La presenza ossessiva dell’immagine di Trump nel video – con la statua dorata che domina l’orizzonte come un idolo pagano – è la rappresentazione plastica di un narcisismo fuori controllo. Non è solo autocelebrazione: è un tentativo di riscrivere la storia con sé stesso al centro, come se ogni tragedia potesse essere trasformata in un palco per la sua esibizione.

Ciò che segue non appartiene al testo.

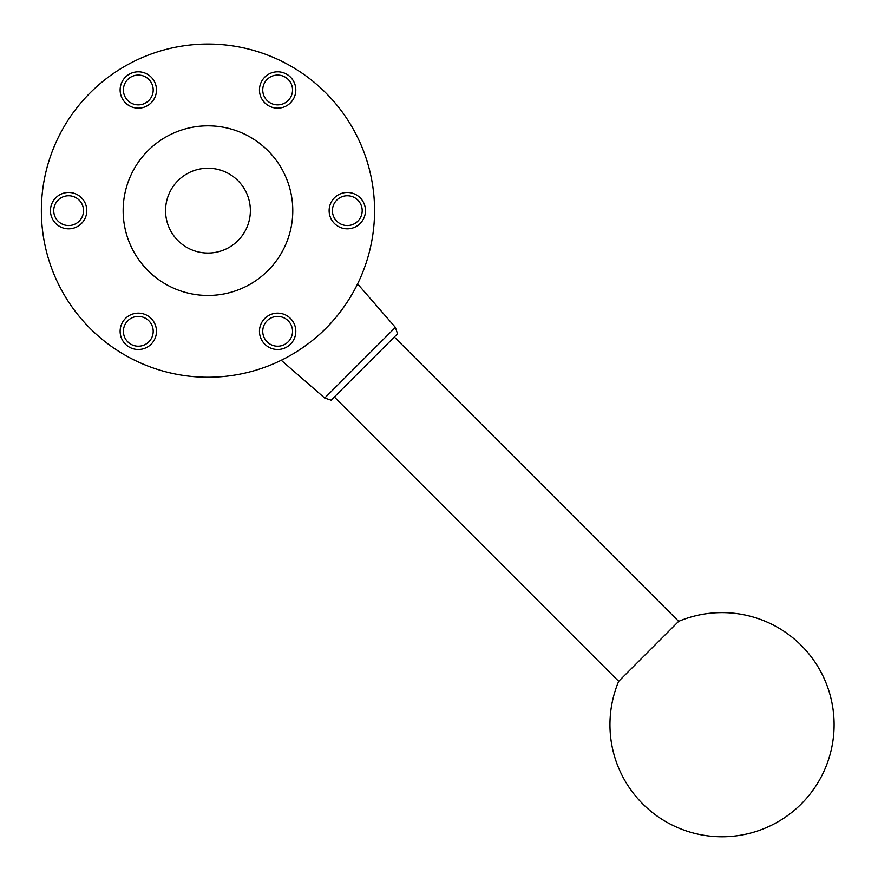 <?xml version="1.0" encoding="UTF-8"?>
<svg xmlns="http://www.w3.org/2000/svg" width="878" height="878" viewBox="0 0 878 878"><rect width="100%" height="100%" fill="white"/><g stroke="black" fill="none" stroke-linecap="round" stroke-linejoin="round"><path stroke-width="1.32" d="M207.965 377.244A166.601 166.601 0 0 1 41.365 210.643A166.601 166.601 0 0 1 207.965 44.043A166.601 166.601 0 0 1 374.566 210.643A166.601 166.601 0 0 1 207.965 377.244M618.683 681.328A112.077 112.077 0 0 0 722.023 836.767A112.077 112.077 0 0 0 834.1 724.69A112.077 112.077 0 0 0 678.65 621.35L618.683 681.328L334.342 396.988M324.706 398.052L331.127 400.192L364.326 366.993L397.525 333.794L395.385 327.373L324.706 398.052L281.234 360.265C280.719 360.584 305.632 349.049 325.771 328.449C346.382 308.299 357.906 283.385 357.598 283.901C357.906 283.385 346.382 308.299 325.771 328.449C346.382 308.299 357.906 283.385 357.598 283.901C357.906 283.385 346.382 308.299 325.771 328.449C305.632 349.049 280.719 360.584 281.234 360.265M53.734 210.643A14.893 14.893 0 0 1 68.627 195.75A14.893 14.893 0 0 1 83.52 210.643A14.893 14.893 0 0 1 68.627 225.536A14.893 14.893 0 0 1 53.734 210.643M50.452 210.643A18.175 18.175 0 0 1 68.627 192.469A18.175 18.175 0 0 1 86.801 210.643A18.175 18.175 0 0 1 68.627 228.818A18.175 18.175 0 0 1 50.452 210.643M362.197 210.643A14.893 14.893 0 0 0 347.304 195.75A14.893 14.893 0 0 0 332.411 210.643A14.893 14.893 0 0 0 347.304 225.536A14.893 14.893 0 0 0 362.197 210.643M329.129 210.643A18.175 18.175 0 0 1 347.304 192.469A18.175 18.175 0 0 1 365.478 210.643A18.175 18.175 0 0 1 347.304 228.818A18.175 18.175 0 0 1 329.129 210.643M130.855 344.209A14.893 14.893 0 0 1 125.4 323.861A14.893 14.893 0 0 1 145.748 318.407A14.893 14.893 0 0 1 151.203 338.754A14.893 14.893 0 0 1 130.855 344.209M129.209 347.051A18.175 18.175 0 0 1 122.558 322.226A18.175 18.175 0 0 1 147.383 315.575A18.175 18.175 0 0 1 154.045 340.401A18.175 18.175 0 0 1 129.209 347.051M285.087 77.066A14.893 14.893 0 0 0 264.739 82.521A14.893 14.893 0 0 0 270.194 102.869A14.893 14.893 0 0 0 290.541 97.414A14.893 14.893 0 0 0 285.087 77.066M268.547 105.711A18.175 18.175 0 0 1 261.896 80.886A18.175 18.175 0 0 1 286.722 74.235A18.175 18.175 0 0 1 293.373 99.06A18.175 18.175 0 0 1 268.547 105.711M130.855 77.066A14.893 14.893 0 0 0 125.4 97.414A14.893 14.893 0 0 0 145.748 102.869A14.893 14.893 0 0 0 151.203 82.521A14.893 14.893 0 0 0 130.855 77.066M147.383 105.711A18.175 18.175 0 0 1 122.558 99.06A18.175 18.175 0 0 1 129.209 74.235A18.175 18.175 0 0 1 154.045 80.886A18.175 18.175 0 0 1 147.383 105.711M285.087 344.209A14.893 14.893 0 0 1 264.739 338.754A14.893 14.893 0 0 1 270.194 318.407A14.893 14.893 0 0 1 290.541 323.861A14.893 14.893 0 0 1 285.087 344.209M286.722 347.051A18.175 18.175 0 0 1 261.896 340.401A18.175 18.175 0 0 1 268.547 315.575A18.175 18.175 0 0 1 293.373 322.226A18.175 18.175 0 0 1 286.722 347.051M207.965 253.051A42.407 42.407 0 0 1 165.558 210.643A42.407 42.407 0 0 1 207.965 168.236A42.407 42.407 0 0 1 250.373 210.643A42.407 42.407 0 0 1 207.965 253.051M207.965 295.458A84.815 84.815 0 0 1 123.15 210.643A84.815 84.815 0 0 1 207.965 125.828A84.815 84.815 0 0 1 292.78 210.643A84.815 84.815 0 0 1 207.965 295.458M678.65 621.35L394.31 337.009M395.385 327.373L357.598 283.901"/></g></svg>

Questa centralità dell’ego ricorda certe derive dell’arte contemporanea, dove l’artista diventa l’opera stessa. Ma qui siamo oltre: Trump non si limita a essere il protagonista, pretende di essere il salvatore, il costruttore di un nuovo mondo (dorato e grottesco), cancellando le complessità e le sofferenze di quello esistente.
Il video è dunque la manifestazione di una deriva culturale più ampia, in cui le tecnologie vengono piegate a logiche di spettacolarizzazione che non tollerano la complessità e il dolore. L’effetto finale è quello di un sogno che diventa incubo patinato proprio per la sua impeccabile artificialità.
Donald Trump non ci ha mostrato la Gaza del futuro. Ci ha mostrato il presente malato di una cultura che non conosce più il limite tra intrattenimento e rispetto, tra fiction e realtà, tra cinismo e disumanità. E se questa è la nuova estetica della politica pop, allora siamo davvero entrati in un’era buia – nonostante tutto l’oro che ci viene gettato addosso.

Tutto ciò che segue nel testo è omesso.